Subscription Required. Please recommend JoVE to your librarian.

Representative Results

Достижение успеха с этим препаратом занимает обширную практику, и имеет несколько этапов, на которой он может потерпеть неудачу. Следует ожидать, требовать много попыток, прежде чем добиться успеха. Обычай рассечение камера необходима для успешного завершения этого протокола, и должны быть получены до начала более поздние стадии вскрытия. Конструкция камеры представлены на рисунке 1 является достаточным для этой цели, и может быть изготовлена ​​из относительно недорогих пластиков с минимальными требований обработки. Если не хватает потенциала для создания такого камеру, местные или интернет-компаний обрабатывающие можно ознакомиться и можно построить камеру за отдельную плату.

Большая источник изменчивости по подготовке плотность и хрупкость костей черепа и морды подопытных животных. Во время шагов гемисекции (шаги 3,14-3,20), цель изолировать обе вомероназальных органы наряду с ипсилатеральном перегородки ткани иипсилатеральная аксессуар обонятельная луковица. Тем не менее, это не редкость для перегородки ткани остаются прикрепленными к противоположной полушарии, особенно вблизи точки крепления к спинной кости рыла. Рисунок 2 показывает пример эффективной и неэффективной гемисекции.

Другие общие возникать ошибки во время рассечение тонкой диссекции, в течение которого аксоны вомероназального нерва могут быть повреждены в ткани вблизи перегородки вомероназального органа (фиг.3А и 3В) или вблизи АОВ (фиг. 3С и 3D). Эти и подобные мероприятия будут привести к неполному связи между VSNs и АОБ, оказание препараты непригодными для использования.

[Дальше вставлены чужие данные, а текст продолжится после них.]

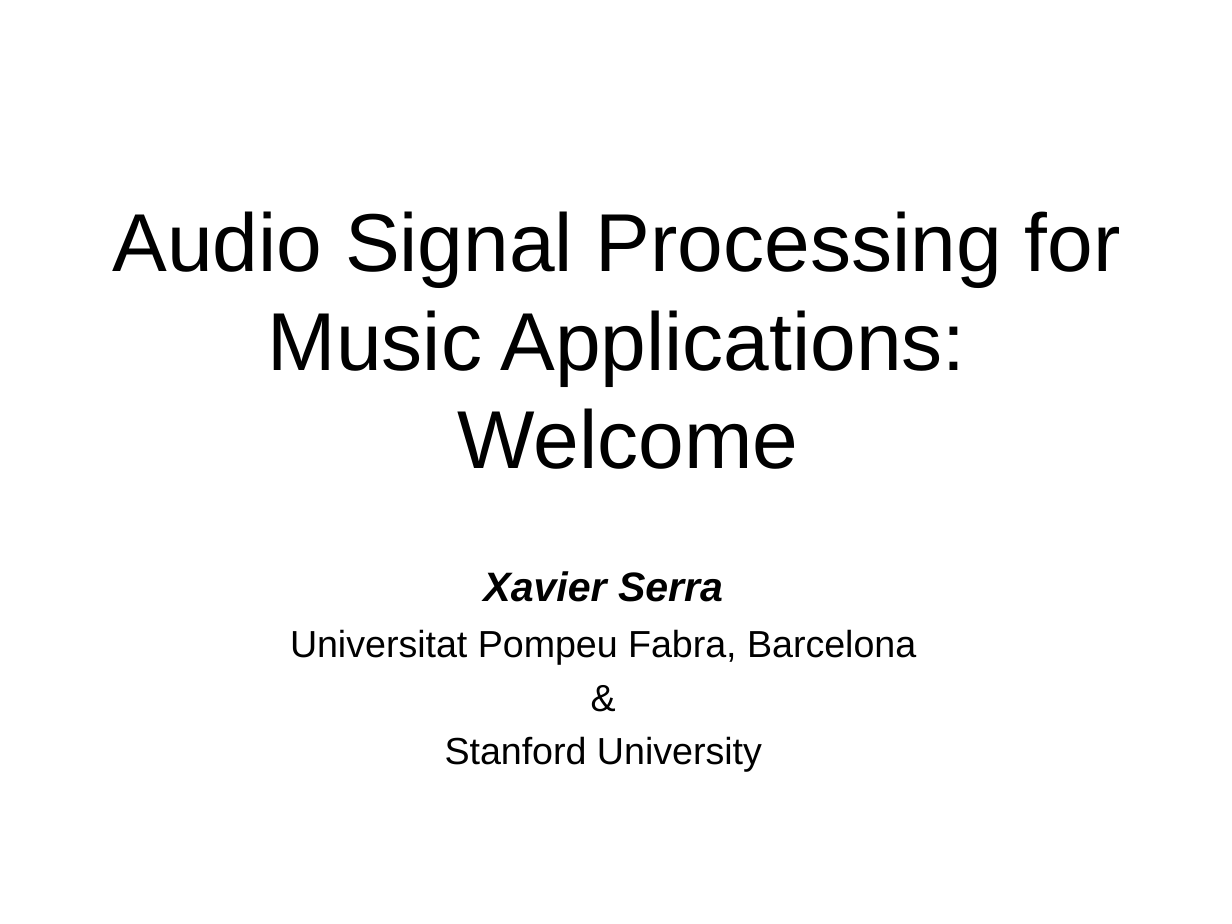
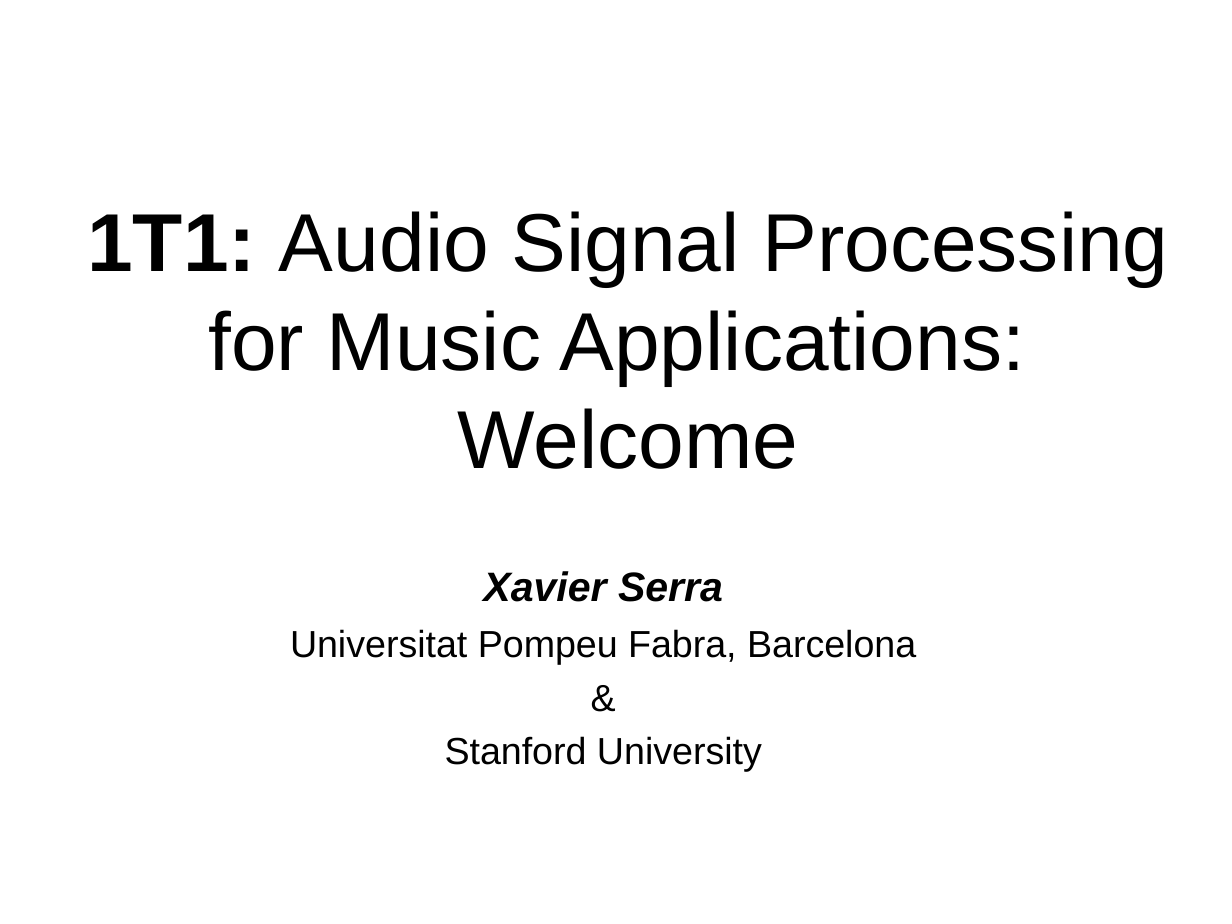
Before and after one commit to hoinx/sms-tools, a slide deck: slide 1 of lectures/1-Introduction/1T1-Welcome.odp. Drawn at 1232x924 pixels with LibreOffice and Linux fonts; fonts in the diff are those of the drawing. Boxes give left, top, right and bottom in pixels: in the first picture for what was removed or moved away, otherwise in the second. Text is boxed around its words. In the diff, an @@ line names an element or a change of style, - is before the commit and + after.

```diff
--- a/lectures/1-Introduction/1T1-Welcome.odp
+++ b/lectures/1-Introduction/1T1-Welcome.odp
@@ title at <box>87,211,1169,469</box>: text changed @@
-Audio Signal Processing for
-Music Applications:
-Welcome
+1T1: Audio Signal Processing for Music Applications:
+Welcome
```
Also in this commit, not shown: 5 other slides changed, 2 slides added, 8 slides removed, 4 other files.
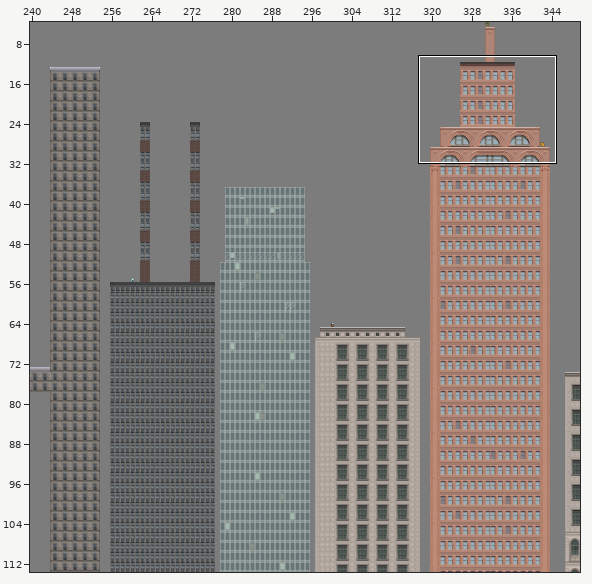
A Tiled map (JSON) gets an edit: City.tmj. The picture above shows the old version from afar; the outline marks the close-up.
Close-up. Before the commit:
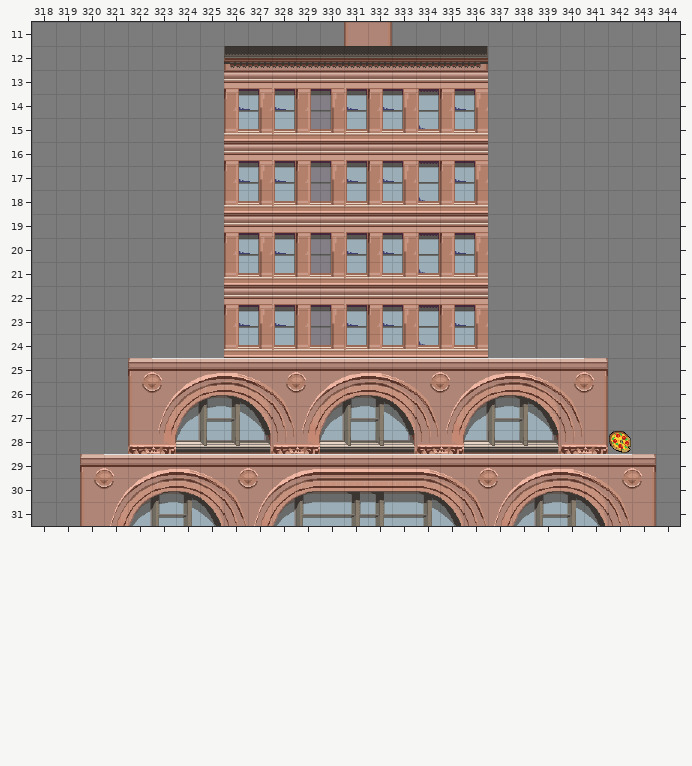
Cells are 32x32 px. Shown: x 318..344, y 11..31. The commit also changed other parts of the map, which this record leaves out.
New version:
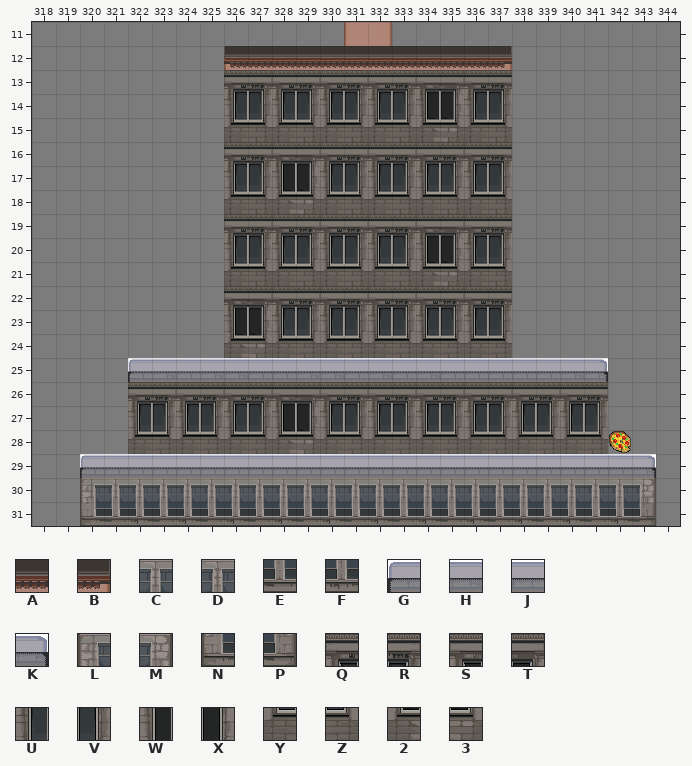
Key: from "CityTilesMain2": A 135, B 150, C 166, D 167, E 182, F 183, G 240, H 241, J 242, K 245, L 256, M 261, N 272, P 277, Q 288, R 289, S 292, T 293, U 304, V 305, W 308, X 309, Y 320, Z 321, 2 324, 3 325.
_ is an empty cell.
Difference:
Layer "City Overlay":
y 12: x 336..337 __ -> AB
y 13: x 326..337 ____________ -> QRQRQRQRSTQR
y 14: x 326..337 ____________ -> UVUVUVUVWXUV
y 15: x 326..337 ____________ -> YZYZYZYZ23YZ
y 16: x 326..337 ____________ -> QRSTQRQRQRQR
y 17: x 326..337 ____________ -> UVWXUVUVUVUV
y 18: x 326..337 ____________ -> YZ23YZYZYZYZ
y 19: x 326..337 ____________ -> QRQRQRQRSTQR
y 20: x 326..337 ____________ -> UVUVUVUVWXUV
y 21: x 326..337 ____________ -> YZYZYZYZ23YZ
y 22: x 326..337 ____________ -> STQRQRQRQRQR
y 23: x 326..337 ____________ -> WXUVUVUVUVUV
y 24: x 326..337 ____________ -> 23YZYZYZYZYZ
y 25: x 322..341 ____________________ -> GHJHHJJHHJHJHJJJJJHK
y 26: x 322..341 ____________________ -> QRQRQRSTQRQRQRQRQRQR
y 27: x 322..341 ____________________ -> UVUVUVWXUVUVUVUVUVUV
y 28: x 322..341 ____________________ -> YZYZYZ23YZYZYZYZYZYZ
y 29: x 320..343 ________________________ -> GJJJJJJJJJJJJJJJJJJJJJJK
y 30: x 320..343 ________________________ -> LCDCDCDCDCDCDCDCDCDCDCDM
y 31: x 320..343 ________________________ -> NEFEFEFEFEFEFEFEFEFEFEFP
Changed places in both close-ups, as pixel boxes (x1, y1, x2, y2):
added: (80, 46, 656, 526)
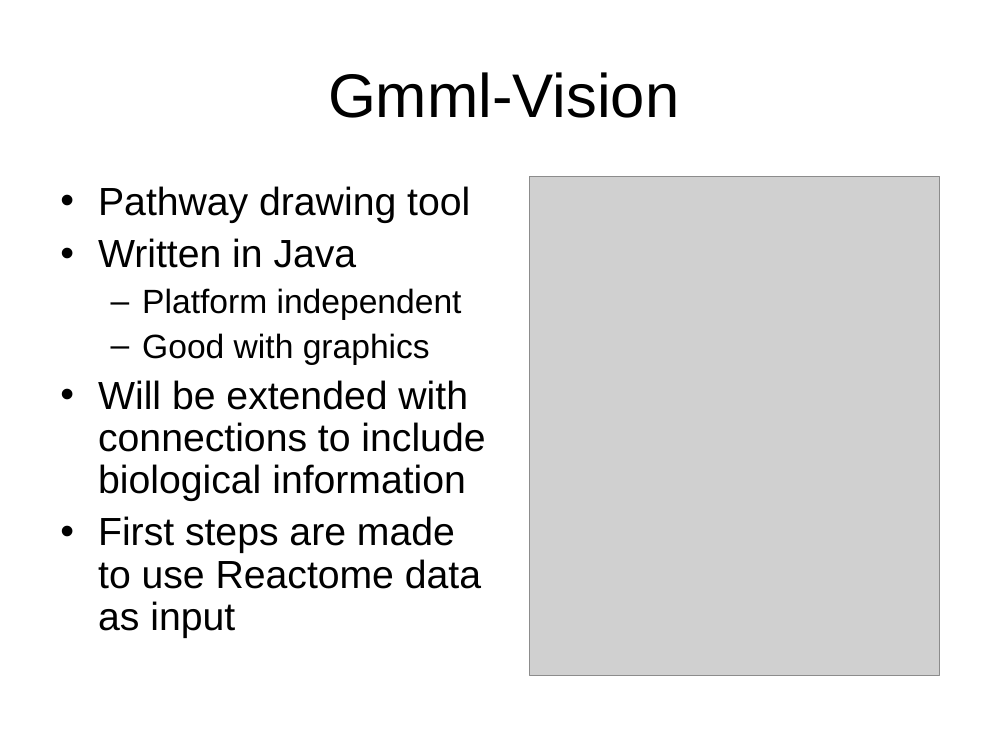
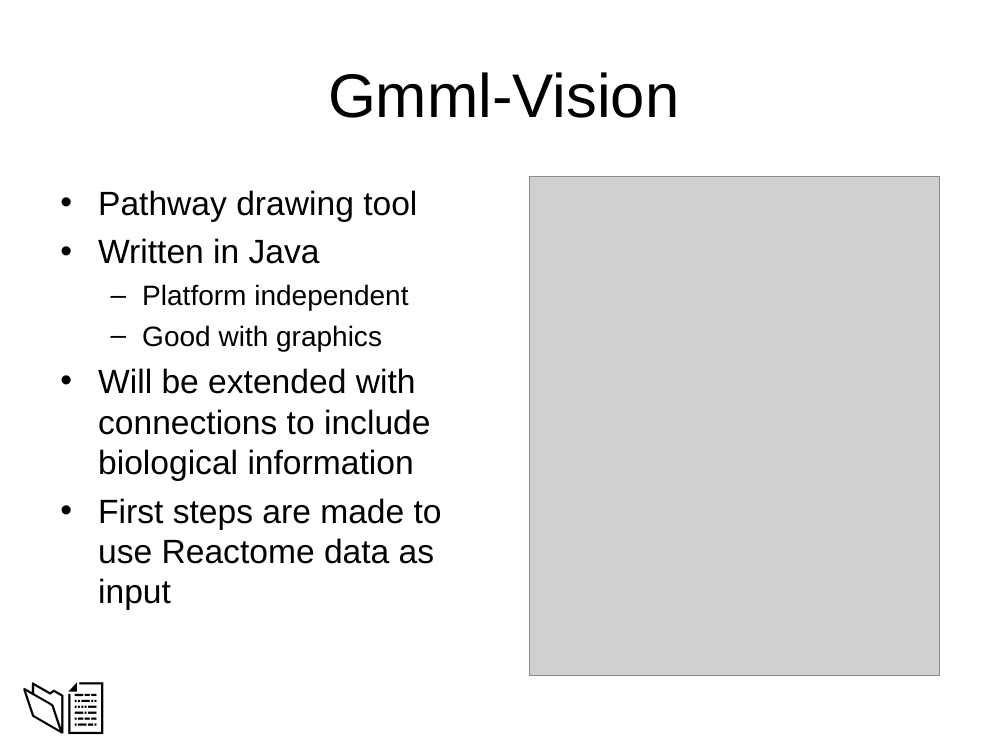
Before and after one commit to kozo2/pathvisio, a slide deck: slide 3 of Presentation/Gmml-Vision.ppt. Drawn at 1008x756 pixels with LibreOffice and Linux fonts; fonts in the diff are those of the drawing; grey boxes stand for pictures; background and template pictures are left out. Boxes give left, top, right and bottom in pixels: in the first picture for what was removed or moved away, otherwise in the second. Text is boxed around its words. In the diff, an @@ line names an element or a change of style, - is before the commit and + after.

```diff
--- a/Presentation/Gmml-Vision.ppt
+++ b/Presentation/Gmml-Vision.ppt
@@ text "Pathway drawing tool" at (x1=98, y1=190, x2=442, y2=610): size 28 to 24 pt in "Pathway drawing tool", "Written in Java", "Will be extended with connections to include ...", "First steps are made to use Reactome ..."; size 24 to 20 pt in "Platform independent", "Good with graphics"; line spacing 0.9 to 1; less space between paragraphs @@
@@ text added at (x1=12, y1=664, x2=338, y2=742), 40 pt, text #000000 @@
+📂📄
```
Also in this commit, not shown: 6 other slides changed.

Последнее препятствие к успеху подготовке является катетеризация шаг ВНО (Шаг 4,11). Правильное размещение канюли VNO приведет к герметизации просвета VNO, в результате чего немедленное изгнание остаточная кровь из вомероназального насоса. Канюли должна быть четко видны под относительно прозрачной вомероназального эпителия и появление канюли должна быть однородной по всей его длине внутри VNO. После успешного завершения процедуры, можно убедиться, функциональную связь с использованием физиологического анализа, таких как единое целое электрофизиологических записей нейронной активности в ответ на ВНО стимуляции с известным источником ВСН пахучих веществ (рис. 4).

Рисунок 1
Рисунок 1. A) Инженерные чертежи на заказ рассечение камере используется на этапах 3.22-5.4. ПРИМЕЧАНИЕ: Небольшие отверстия могут быть просверлены для размещения решения и газообразования входы и выходы как лучшего B) Пример фотографии вскрытия камеры, используемой в этом протоколе.. m/files/ftp_upload/51813/51813fig1highres.jpg "целевых =" _blank "> Пожалуйста, нажмите здесь, чтобы посмотреть увеличенную версию этой фигуры.

Рисунок 2
Рисунок 2. A, B) Типичные изображения успешной (а) и неудачные (B) препараты после стадии гемисекции (Шаг 3,20). ВНО, перегородки ткани, и обонятельные луковицы (ОВ) все должны быть сохранены от ипсилатеральном полушарии (в данном случае, право (внизу) полушарии. Если видны на ипсилатеральной полушарии носовых раковин, рассечение не удалось. Деления являются 1 мм друг от друга. Пожалуйста, нажмите здесь, чтобы посмотреть увеличенную версию этой фигуры.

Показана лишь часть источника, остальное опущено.